- Records from a data source -
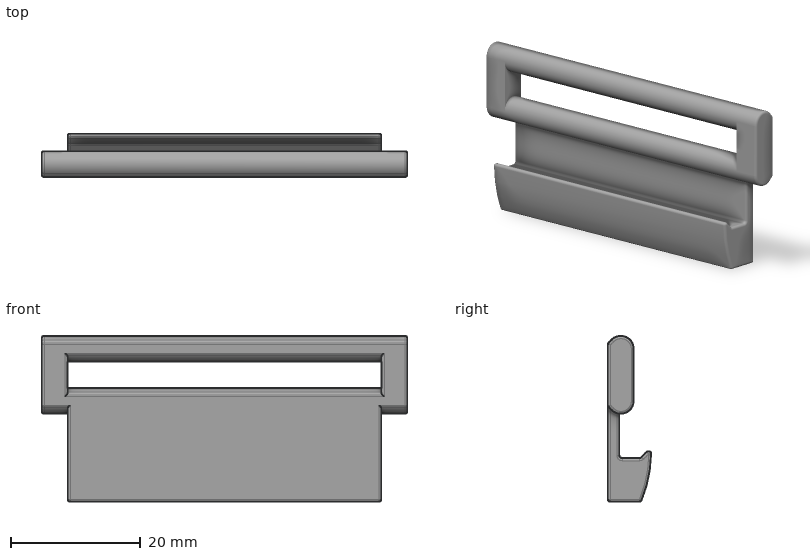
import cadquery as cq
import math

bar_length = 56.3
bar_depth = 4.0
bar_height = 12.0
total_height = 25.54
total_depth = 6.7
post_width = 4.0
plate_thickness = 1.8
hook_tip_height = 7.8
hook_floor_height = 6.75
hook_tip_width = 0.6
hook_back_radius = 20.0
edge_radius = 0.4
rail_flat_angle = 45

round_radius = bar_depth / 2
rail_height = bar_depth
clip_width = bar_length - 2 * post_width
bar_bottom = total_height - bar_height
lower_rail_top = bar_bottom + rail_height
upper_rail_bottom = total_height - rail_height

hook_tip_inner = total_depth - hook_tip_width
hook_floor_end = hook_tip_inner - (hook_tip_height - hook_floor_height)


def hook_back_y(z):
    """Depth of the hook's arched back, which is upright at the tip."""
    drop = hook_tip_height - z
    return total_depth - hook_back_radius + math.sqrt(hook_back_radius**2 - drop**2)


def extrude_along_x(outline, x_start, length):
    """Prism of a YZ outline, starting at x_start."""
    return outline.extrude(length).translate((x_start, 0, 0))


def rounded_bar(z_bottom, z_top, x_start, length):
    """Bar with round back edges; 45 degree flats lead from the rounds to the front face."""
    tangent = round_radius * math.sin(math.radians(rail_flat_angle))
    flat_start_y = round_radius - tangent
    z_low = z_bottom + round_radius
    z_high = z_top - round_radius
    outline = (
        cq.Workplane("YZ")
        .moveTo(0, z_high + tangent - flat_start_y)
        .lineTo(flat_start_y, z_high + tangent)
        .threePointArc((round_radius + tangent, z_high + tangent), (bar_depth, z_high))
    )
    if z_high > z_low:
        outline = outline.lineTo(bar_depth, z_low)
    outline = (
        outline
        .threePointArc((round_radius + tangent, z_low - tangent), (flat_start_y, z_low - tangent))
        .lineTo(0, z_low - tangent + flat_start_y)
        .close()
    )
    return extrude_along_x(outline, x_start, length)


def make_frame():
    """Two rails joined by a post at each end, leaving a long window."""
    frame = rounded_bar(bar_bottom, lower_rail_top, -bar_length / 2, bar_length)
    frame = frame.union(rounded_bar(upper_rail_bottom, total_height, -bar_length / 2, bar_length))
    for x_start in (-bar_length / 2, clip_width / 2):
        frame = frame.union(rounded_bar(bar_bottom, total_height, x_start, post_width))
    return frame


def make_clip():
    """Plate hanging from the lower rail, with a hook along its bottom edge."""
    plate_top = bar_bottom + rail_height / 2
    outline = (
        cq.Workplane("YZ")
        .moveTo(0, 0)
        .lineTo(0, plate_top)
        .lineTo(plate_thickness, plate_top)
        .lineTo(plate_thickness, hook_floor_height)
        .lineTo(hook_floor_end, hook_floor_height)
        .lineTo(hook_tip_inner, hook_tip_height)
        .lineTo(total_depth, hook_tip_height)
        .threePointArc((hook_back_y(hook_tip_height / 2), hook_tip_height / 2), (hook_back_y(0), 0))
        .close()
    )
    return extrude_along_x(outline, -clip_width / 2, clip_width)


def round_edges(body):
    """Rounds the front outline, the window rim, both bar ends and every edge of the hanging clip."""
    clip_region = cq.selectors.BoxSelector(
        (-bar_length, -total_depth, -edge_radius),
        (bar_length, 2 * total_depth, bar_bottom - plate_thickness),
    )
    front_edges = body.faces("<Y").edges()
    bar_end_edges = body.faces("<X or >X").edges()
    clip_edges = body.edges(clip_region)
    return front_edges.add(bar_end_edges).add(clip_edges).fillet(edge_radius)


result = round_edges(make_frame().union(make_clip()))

---

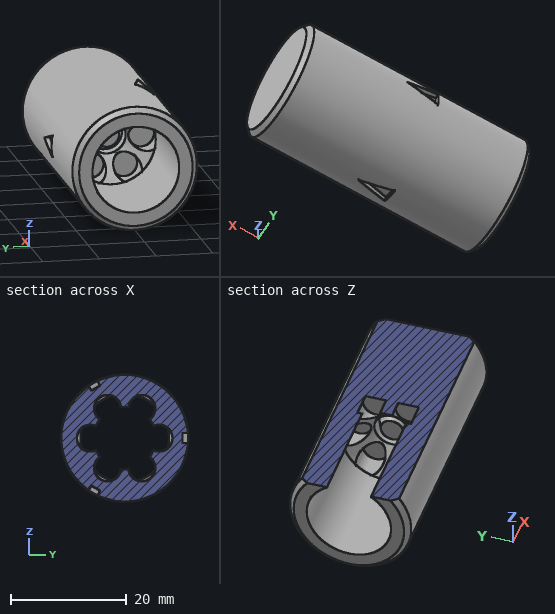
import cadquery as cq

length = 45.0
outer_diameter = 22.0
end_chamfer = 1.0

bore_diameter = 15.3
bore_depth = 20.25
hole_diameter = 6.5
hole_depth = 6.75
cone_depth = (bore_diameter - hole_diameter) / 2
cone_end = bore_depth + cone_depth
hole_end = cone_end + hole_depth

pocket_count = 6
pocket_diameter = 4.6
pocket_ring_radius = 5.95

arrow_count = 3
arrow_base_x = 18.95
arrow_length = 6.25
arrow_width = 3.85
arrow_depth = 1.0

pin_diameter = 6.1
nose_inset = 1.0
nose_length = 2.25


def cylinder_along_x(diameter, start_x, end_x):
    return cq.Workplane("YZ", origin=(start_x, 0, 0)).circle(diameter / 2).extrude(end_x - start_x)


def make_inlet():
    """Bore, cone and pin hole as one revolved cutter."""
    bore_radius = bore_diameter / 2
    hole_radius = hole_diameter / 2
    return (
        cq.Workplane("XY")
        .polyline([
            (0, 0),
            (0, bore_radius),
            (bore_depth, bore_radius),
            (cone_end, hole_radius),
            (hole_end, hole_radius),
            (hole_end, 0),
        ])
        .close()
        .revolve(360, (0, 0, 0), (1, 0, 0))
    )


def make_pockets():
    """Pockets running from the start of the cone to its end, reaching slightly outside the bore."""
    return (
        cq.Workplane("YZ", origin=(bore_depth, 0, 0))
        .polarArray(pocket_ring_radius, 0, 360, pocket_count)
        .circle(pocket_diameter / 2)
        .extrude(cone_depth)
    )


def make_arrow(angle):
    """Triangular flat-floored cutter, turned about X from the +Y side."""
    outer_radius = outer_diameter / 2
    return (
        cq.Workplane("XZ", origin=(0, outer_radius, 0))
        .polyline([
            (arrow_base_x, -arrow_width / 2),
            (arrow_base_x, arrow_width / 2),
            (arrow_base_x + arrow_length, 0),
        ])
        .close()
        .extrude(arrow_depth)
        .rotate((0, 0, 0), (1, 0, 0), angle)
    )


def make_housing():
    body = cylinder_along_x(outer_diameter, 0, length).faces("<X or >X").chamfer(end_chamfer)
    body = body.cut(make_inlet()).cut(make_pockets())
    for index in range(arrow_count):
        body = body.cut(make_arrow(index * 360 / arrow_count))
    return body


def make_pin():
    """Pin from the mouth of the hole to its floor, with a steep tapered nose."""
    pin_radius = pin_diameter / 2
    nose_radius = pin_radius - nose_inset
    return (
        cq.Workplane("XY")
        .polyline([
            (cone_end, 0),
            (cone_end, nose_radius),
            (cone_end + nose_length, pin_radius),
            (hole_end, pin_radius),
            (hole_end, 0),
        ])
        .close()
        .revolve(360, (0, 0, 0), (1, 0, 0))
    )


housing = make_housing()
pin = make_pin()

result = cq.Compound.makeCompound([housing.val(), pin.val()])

- Task item -
Give back, word for word, only the lines above from the line holding "bore_diameter = 15.3" to the line holding "pocket_ring_radius = 5.95", both included.

- Solution -
bore_diameter = 15.3
bore_depth = 20.25
hole_diameter = 6.5
hole_depth = 6.75
cone_depth = (bore_diameter - hole_diameter) / 2
cone_end = bore_depth + cone_depth
hole_end = cone_end + hole_depth

pocket_count = 6
pocket_diameter = 4.6
pocket_ring_radius = 5.95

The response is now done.